Read the data, and whenever a line holds the word "masal", report that line.

● ● ● ● ●

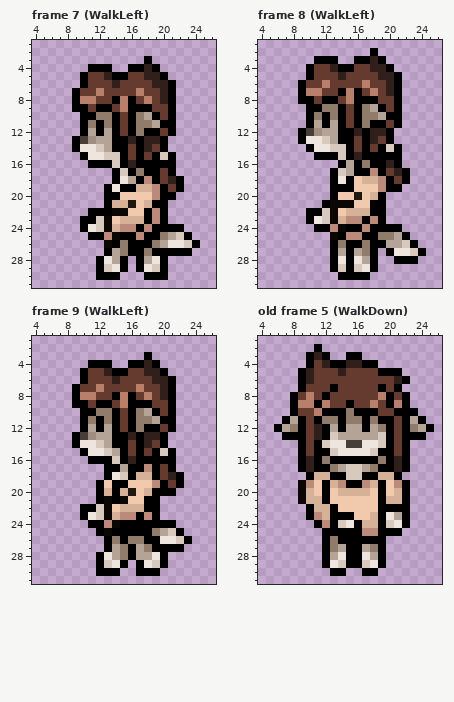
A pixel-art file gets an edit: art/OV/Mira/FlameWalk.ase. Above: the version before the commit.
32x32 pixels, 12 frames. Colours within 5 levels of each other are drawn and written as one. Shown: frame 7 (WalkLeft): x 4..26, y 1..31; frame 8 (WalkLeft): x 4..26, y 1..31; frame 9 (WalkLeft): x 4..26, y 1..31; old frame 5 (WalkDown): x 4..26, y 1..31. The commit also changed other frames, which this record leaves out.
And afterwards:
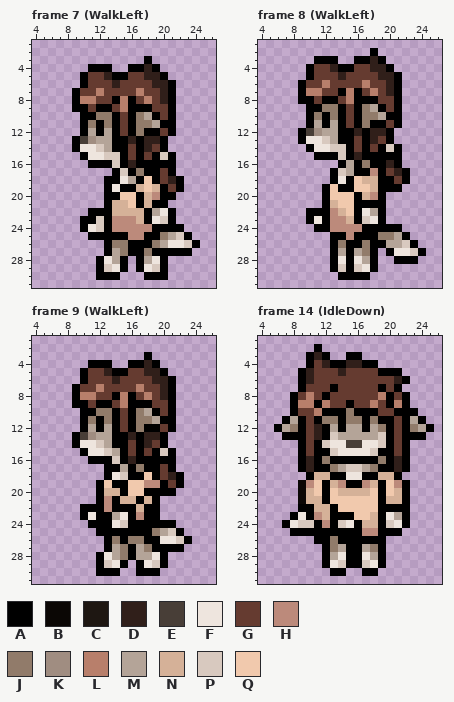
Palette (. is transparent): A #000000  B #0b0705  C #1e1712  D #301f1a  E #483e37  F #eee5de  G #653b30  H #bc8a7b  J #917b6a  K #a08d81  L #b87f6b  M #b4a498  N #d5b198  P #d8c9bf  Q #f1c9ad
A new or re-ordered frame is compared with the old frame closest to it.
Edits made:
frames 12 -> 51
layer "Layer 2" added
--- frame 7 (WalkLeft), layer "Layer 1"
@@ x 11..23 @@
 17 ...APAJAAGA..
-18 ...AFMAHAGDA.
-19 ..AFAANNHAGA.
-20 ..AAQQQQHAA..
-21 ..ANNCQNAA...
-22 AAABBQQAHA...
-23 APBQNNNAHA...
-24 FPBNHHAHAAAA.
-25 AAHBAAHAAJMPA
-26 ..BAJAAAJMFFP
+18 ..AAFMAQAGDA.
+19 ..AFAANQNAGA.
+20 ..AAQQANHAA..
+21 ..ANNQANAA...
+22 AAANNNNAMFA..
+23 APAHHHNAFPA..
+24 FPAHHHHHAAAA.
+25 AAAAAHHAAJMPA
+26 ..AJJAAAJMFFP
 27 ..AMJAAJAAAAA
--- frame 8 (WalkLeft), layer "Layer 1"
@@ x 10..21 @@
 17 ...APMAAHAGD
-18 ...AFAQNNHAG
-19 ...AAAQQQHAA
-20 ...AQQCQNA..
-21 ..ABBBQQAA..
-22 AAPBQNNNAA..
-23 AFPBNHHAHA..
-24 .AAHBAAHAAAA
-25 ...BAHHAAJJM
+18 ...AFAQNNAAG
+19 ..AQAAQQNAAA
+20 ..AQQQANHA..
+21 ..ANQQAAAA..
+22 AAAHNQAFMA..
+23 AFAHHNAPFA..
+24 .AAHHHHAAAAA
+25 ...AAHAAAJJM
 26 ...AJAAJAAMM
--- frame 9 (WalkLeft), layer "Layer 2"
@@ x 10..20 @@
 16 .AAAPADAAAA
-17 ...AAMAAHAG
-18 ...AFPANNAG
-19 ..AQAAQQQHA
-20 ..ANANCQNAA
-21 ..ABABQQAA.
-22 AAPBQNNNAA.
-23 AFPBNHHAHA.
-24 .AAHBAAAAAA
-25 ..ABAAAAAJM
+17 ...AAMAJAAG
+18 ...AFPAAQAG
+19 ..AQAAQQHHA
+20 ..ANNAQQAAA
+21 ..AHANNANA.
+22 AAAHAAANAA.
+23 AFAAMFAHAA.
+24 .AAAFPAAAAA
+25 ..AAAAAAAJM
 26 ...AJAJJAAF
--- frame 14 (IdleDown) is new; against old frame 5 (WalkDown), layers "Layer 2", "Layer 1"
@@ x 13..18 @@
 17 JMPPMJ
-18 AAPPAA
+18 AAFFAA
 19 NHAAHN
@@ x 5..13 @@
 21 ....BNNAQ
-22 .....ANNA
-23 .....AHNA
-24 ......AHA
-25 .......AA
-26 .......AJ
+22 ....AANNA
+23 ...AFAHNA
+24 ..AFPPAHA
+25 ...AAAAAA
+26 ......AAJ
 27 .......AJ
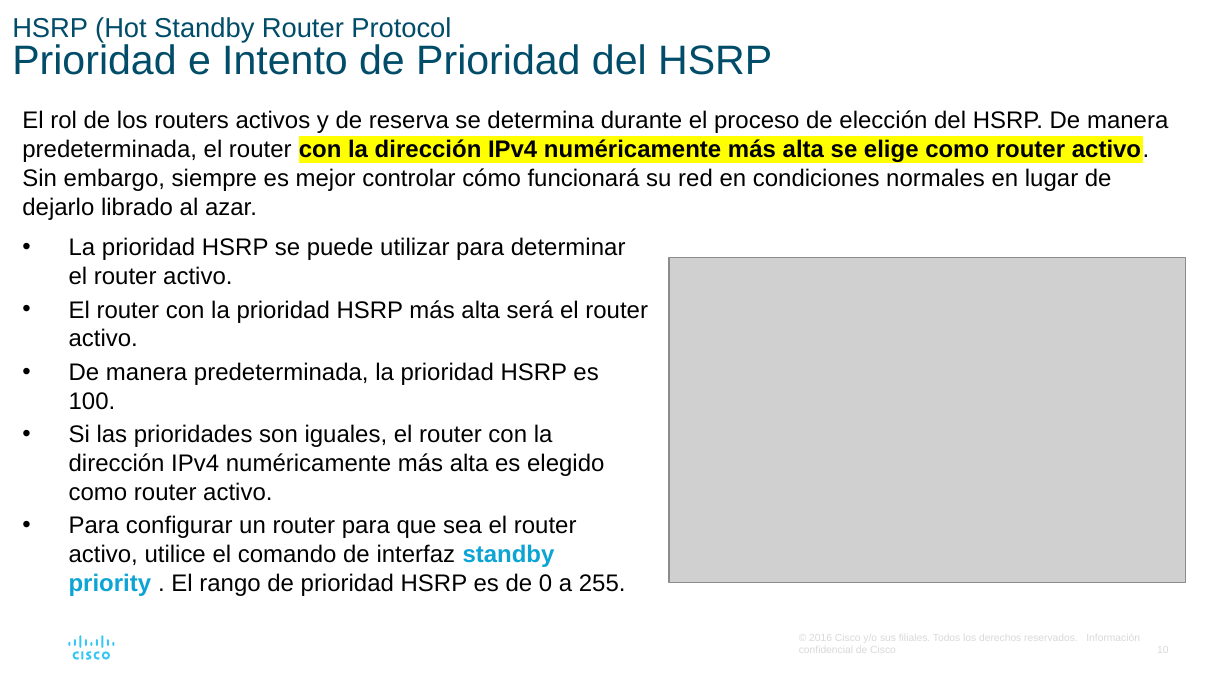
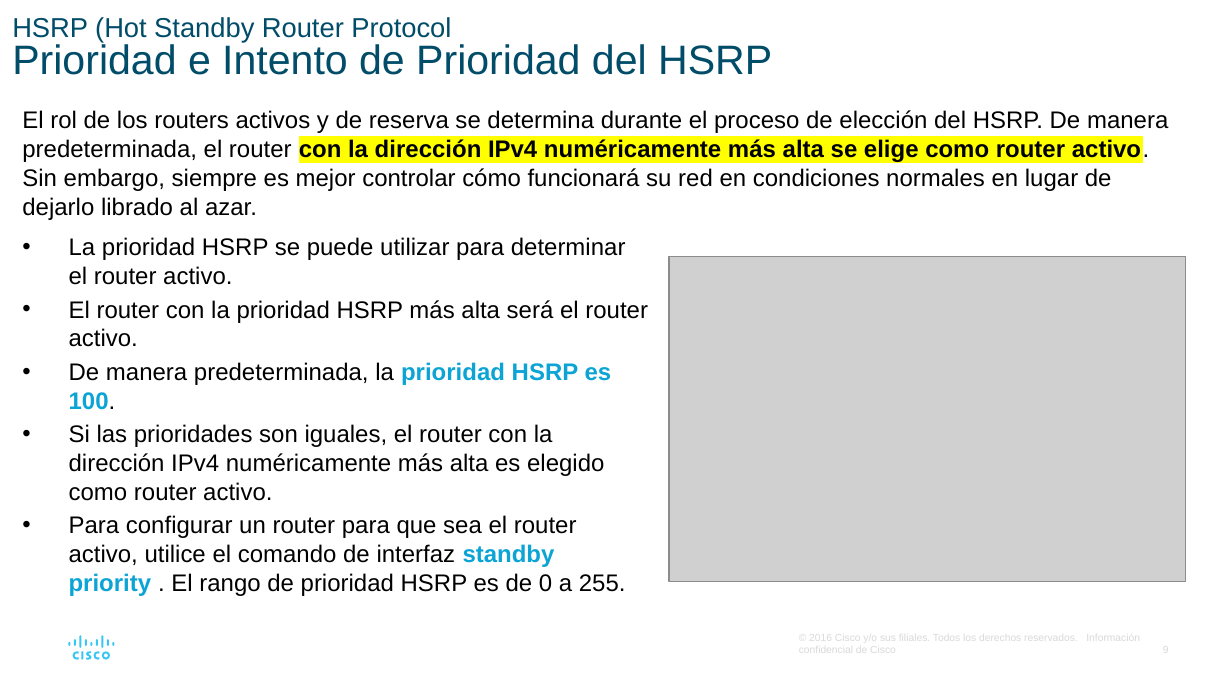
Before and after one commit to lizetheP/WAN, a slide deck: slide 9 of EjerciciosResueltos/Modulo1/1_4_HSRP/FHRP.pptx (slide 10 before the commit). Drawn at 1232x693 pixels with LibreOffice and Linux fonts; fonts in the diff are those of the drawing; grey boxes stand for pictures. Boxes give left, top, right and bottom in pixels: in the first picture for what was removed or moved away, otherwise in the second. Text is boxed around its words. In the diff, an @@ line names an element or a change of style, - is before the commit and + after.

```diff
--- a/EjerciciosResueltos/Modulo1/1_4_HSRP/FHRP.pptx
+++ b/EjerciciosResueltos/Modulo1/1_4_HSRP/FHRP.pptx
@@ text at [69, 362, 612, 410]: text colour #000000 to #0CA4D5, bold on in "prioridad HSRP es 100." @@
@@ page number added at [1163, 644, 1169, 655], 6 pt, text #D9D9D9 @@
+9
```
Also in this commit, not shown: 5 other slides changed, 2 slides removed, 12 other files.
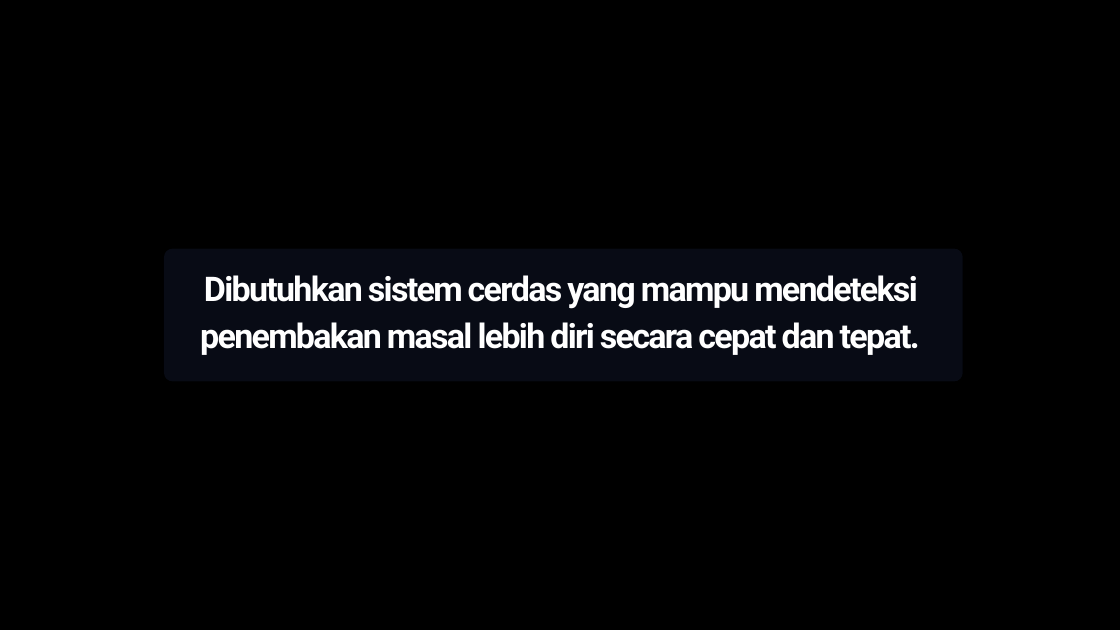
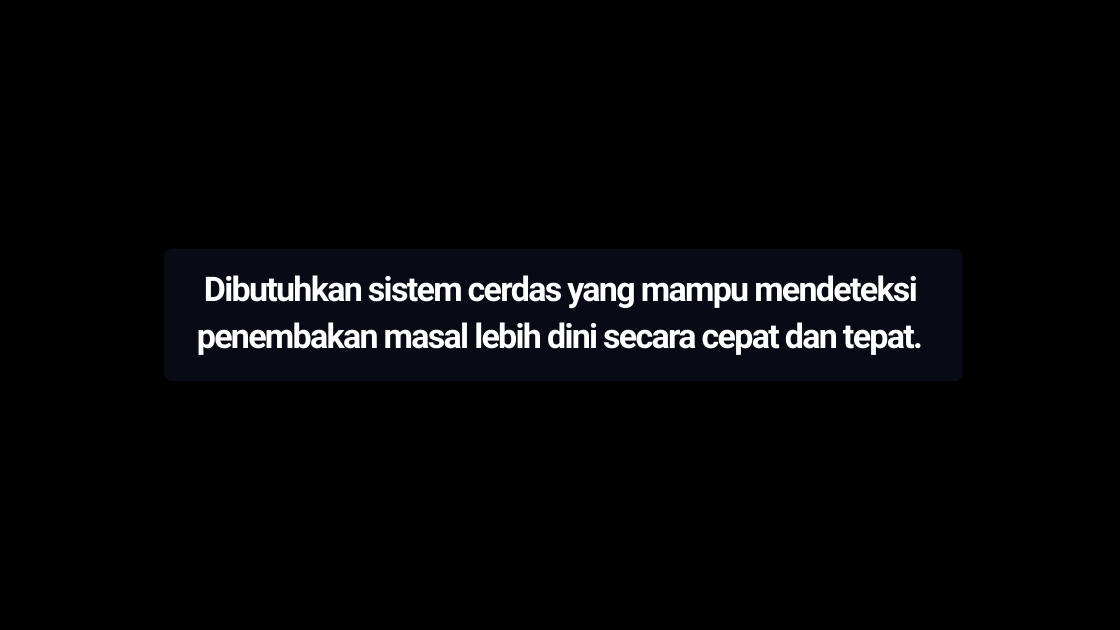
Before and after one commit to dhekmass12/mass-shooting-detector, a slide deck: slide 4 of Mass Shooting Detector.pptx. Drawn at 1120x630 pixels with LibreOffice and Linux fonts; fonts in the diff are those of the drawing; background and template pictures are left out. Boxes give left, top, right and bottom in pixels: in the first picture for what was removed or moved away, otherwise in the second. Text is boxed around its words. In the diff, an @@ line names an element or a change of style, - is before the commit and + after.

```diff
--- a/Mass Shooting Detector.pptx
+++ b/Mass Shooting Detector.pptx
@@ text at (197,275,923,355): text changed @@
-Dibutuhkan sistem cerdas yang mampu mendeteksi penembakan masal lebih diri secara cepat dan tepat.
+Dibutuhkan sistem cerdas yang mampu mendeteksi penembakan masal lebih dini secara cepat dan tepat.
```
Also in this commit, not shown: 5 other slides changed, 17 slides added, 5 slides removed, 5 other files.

● ● ● ● ●

- **Written answer**
-Dibutuhkan sistem cerdas yang mampu mendeteksi penembakan masal lebih diri secara cepat dan tepat.
+Dibutuhkan sistem cerdas yang mampu mendeteksi penembakan masal lebih dini secara cepat dan tepat.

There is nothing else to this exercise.